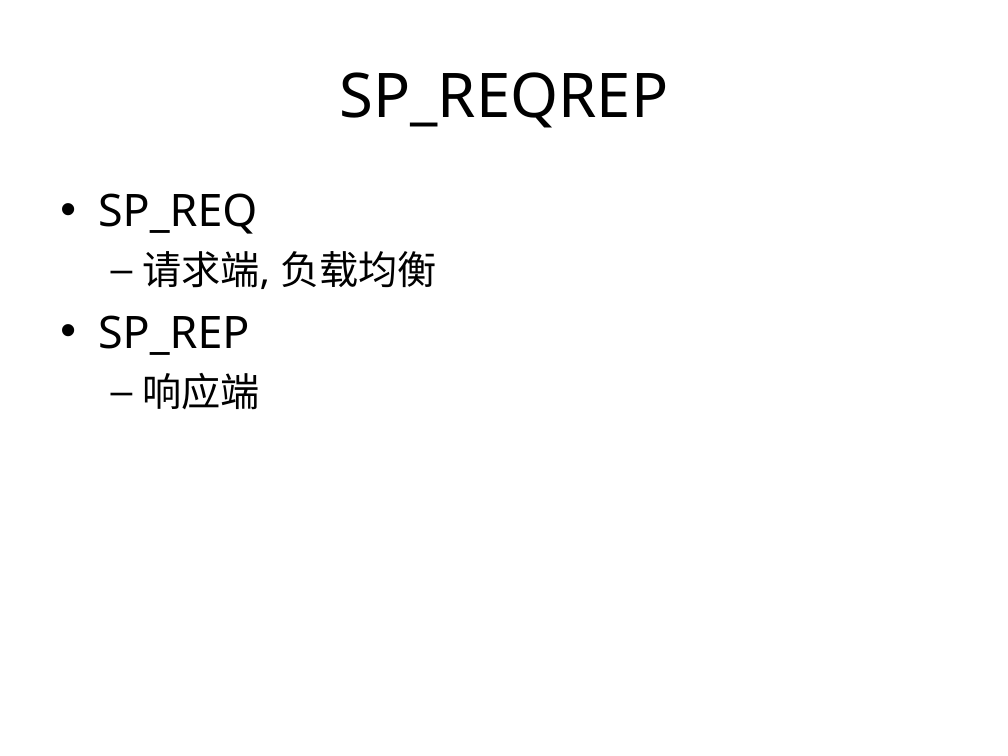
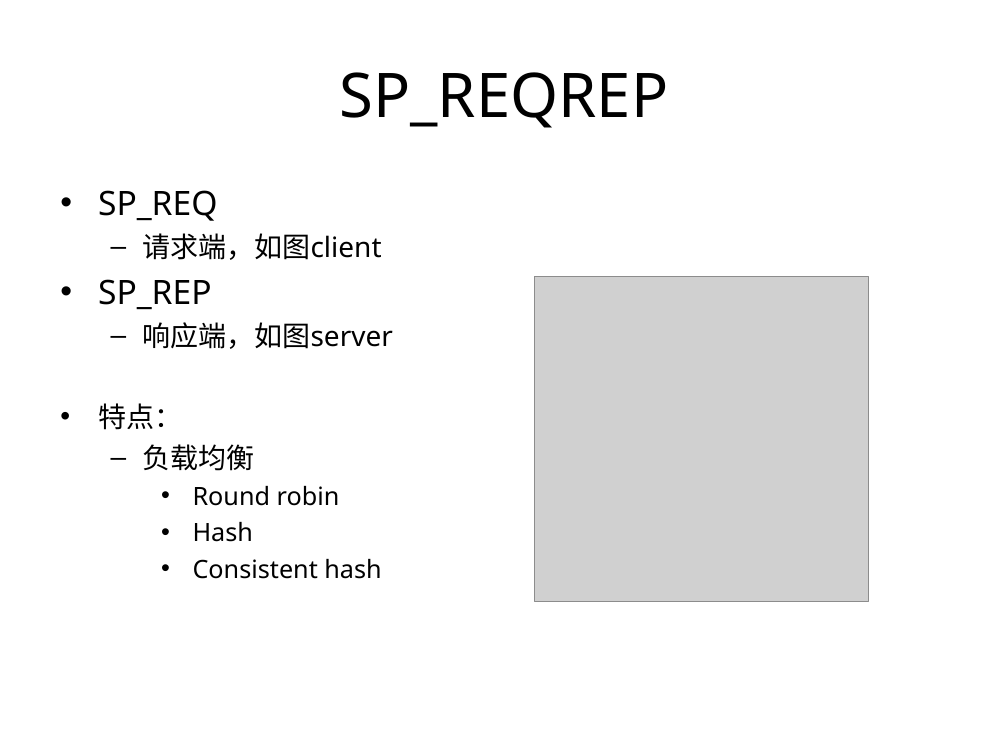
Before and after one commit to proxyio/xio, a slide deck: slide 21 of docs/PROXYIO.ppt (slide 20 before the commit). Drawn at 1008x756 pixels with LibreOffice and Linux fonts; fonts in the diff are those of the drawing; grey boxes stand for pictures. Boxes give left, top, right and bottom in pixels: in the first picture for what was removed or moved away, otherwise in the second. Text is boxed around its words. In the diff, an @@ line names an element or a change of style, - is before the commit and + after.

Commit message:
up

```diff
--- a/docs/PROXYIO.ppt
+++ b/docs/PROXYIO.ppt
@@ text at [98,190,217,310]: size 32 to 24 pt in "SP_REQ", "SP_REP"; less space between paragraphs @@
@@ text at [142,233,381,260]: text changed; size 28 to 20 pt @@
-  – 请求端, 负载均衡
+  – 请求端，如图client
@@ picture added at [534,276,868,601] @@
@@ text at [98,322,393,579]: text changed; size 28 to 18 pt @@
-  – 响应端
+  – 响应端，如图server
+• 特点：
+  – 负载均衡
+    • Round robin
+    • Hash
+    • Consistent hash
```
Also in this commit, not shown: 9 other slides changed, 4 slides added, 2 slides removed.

******

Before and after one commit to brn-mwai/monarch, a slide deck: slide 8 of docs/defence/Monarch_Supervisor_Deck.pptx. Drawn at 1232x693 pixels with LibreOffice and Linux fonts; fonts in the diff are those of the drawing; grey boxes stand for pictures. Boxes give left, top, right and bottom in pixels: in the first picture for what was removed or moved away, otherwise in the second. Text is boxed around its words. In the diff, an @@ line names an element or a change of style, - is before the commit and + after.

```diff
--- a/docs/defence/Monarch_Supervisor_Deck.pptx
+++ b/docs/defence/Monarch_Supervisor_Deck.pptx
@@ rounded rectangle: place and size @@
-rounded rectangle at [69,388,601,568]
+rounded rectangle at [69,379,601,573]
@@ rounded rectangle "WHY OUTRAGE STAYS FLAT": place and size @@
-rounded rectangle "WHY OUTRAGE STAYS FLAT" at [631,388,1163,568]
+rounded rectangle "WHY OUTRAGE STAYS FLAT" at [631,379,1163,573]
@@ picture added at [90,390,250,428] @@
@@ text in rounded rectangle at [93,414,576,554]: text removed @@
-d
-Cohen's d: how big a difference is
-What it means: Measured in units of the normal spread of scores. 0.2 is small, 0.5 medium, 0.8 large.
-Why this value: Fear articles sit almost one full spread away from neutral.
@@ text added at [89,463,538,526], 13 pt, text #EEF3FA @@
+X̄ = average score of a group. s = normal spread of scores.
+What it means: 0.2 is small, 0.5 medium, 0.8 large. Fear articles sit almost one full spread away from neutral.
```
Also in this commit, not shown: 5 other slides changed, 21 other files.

******

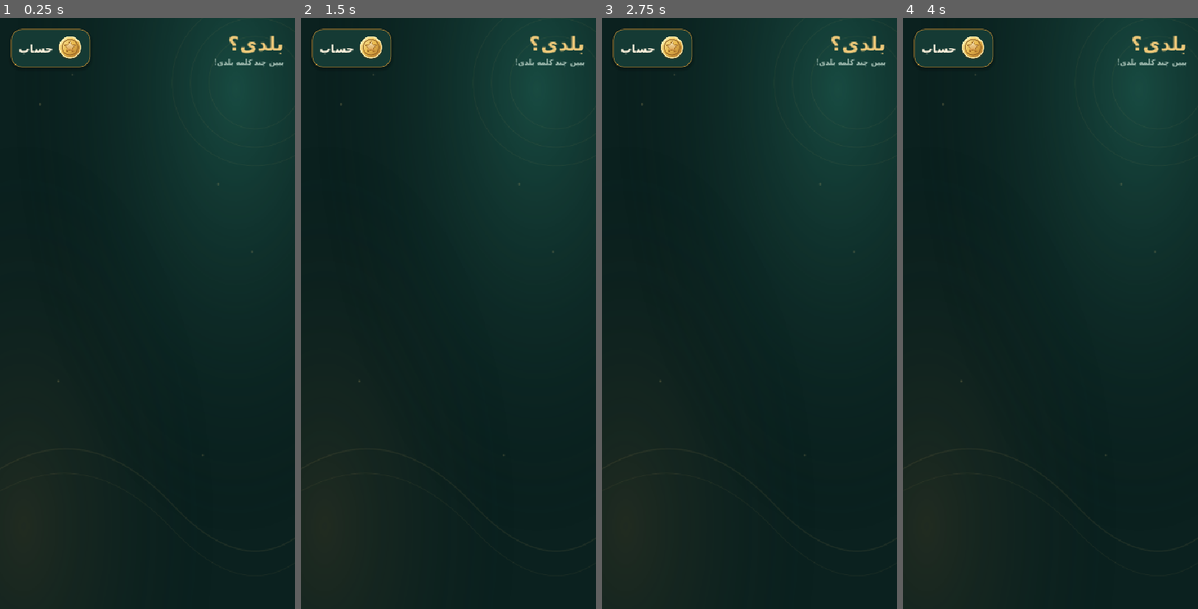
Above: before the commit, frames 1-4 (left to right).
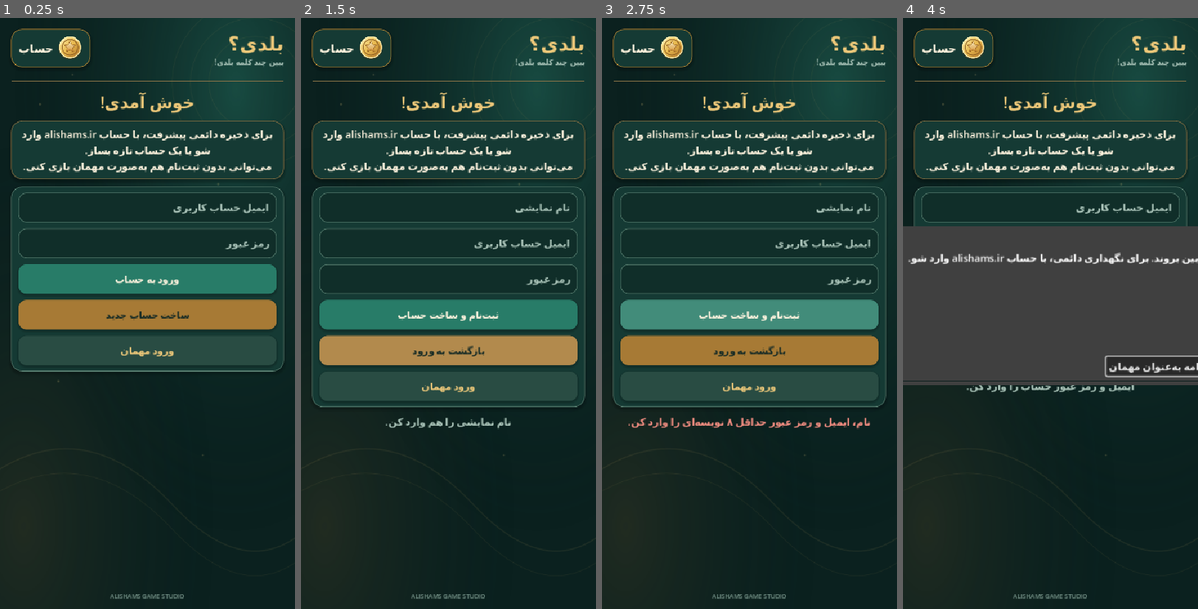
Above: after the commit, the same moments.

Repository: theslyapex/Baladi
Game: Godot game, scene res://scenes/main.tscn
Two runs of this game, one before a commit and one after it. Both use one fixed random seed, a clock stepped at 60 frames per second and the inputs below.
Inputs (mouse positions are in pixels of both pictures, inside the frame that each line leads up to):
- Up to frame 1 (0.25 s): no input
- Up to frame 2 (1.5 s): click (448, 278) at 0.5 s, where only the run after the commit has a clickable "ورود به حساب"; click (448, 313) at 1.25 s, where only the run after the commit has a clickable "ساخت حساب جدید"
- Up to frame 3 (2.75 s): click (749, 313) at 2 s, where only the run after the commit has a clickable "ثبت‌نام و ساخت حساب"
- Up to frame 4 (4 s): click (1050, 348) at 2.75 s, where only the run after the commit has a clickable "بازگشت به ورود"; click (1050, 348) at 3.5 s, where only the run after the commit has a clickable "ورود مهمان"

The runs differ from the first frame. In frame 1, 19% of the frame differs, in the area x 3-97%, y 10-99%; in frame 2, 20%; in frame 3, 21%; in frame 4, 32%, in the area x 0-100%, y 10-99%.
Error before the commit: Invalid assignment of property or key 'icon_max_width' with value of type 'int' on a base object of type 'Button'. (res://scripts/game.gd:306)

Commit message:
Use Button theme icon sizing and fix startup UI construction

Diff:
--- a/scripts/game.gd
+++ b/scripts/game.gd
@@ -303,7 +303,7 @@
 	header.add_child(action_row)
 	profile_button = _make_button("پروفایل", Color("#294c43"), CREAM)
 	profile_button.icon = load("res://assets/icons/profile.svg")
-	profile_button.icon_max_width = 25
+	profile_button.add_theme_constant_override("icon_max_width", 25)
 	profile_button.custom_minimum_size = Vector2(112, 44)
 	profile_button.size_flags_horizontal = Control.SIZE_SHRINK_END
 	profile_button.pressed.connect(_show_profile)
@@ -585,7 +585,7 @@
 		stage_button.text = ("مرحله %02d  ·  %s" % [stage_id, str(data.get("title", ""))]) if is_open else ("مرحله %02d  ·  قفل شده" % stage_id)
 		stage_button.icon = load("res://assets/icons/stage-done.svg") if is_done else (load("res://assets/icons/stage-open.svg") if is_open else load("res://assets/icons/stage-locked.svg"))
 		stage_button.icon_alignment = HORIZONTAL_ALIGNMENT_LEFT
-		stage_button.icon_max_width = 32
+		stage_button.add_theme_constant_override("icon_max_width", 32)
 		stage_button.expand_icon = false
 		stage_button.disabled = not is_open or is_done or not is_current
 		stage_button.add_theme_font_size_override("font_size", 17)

******

## Action item
Could you restate word for word the lines above, from the one that contains "--- a/scripts/game.gd" through the one that contains "stage_button.disabled = not", and no others?

## Exercise result
--- a/scripts/game.gd
+++ b/scripts/game.gd
@@ -303,7 +303,7 @@
 	header.add_child(action_row)
 	profile_button = _make_button("پروفایل", Color("#294c43"), CREAM)
 	profile_button.icon = load("res://assets/icons/profile.svg")
-	profile_button.icon_max_width = 25
+	profile_button.add_theme_constant_override("icon_max_width", 25)
 	profile_button.custom_minimum_size = Vector2(112, 44)
 	profile_button.size_flags_horizontal = Control.SIZE_SHRINK_END
 	profile_button.pressed.connect(_show_profile)
@@ -585,7 +585,7 @@
 		stage_button.text = ("مرحله %02d  ·  %s" % [stage_id, str(data.get("title", ""))]) if is_open else ("مرحله %02d  ·  قفل شده" % stage_id)
 		stage_button.icon = load("res://assets/icons/stage-done.svg") if is_done else (load("res://assets/icons/stage-open.svg") if is_open else load("res://assets/icons/stage-locked.svg"))
 		stage_button.icon_alignment = HORIZONTAL_ALIGNMENT_LEFT
-		stage_button.icon_max_width = 32
+		stage_button.add_theme_constant_override("icon_max_width", 32)
 		stage_button.expand_icon = false
 		stage_button.disabled = not is_open or is_done or not is_current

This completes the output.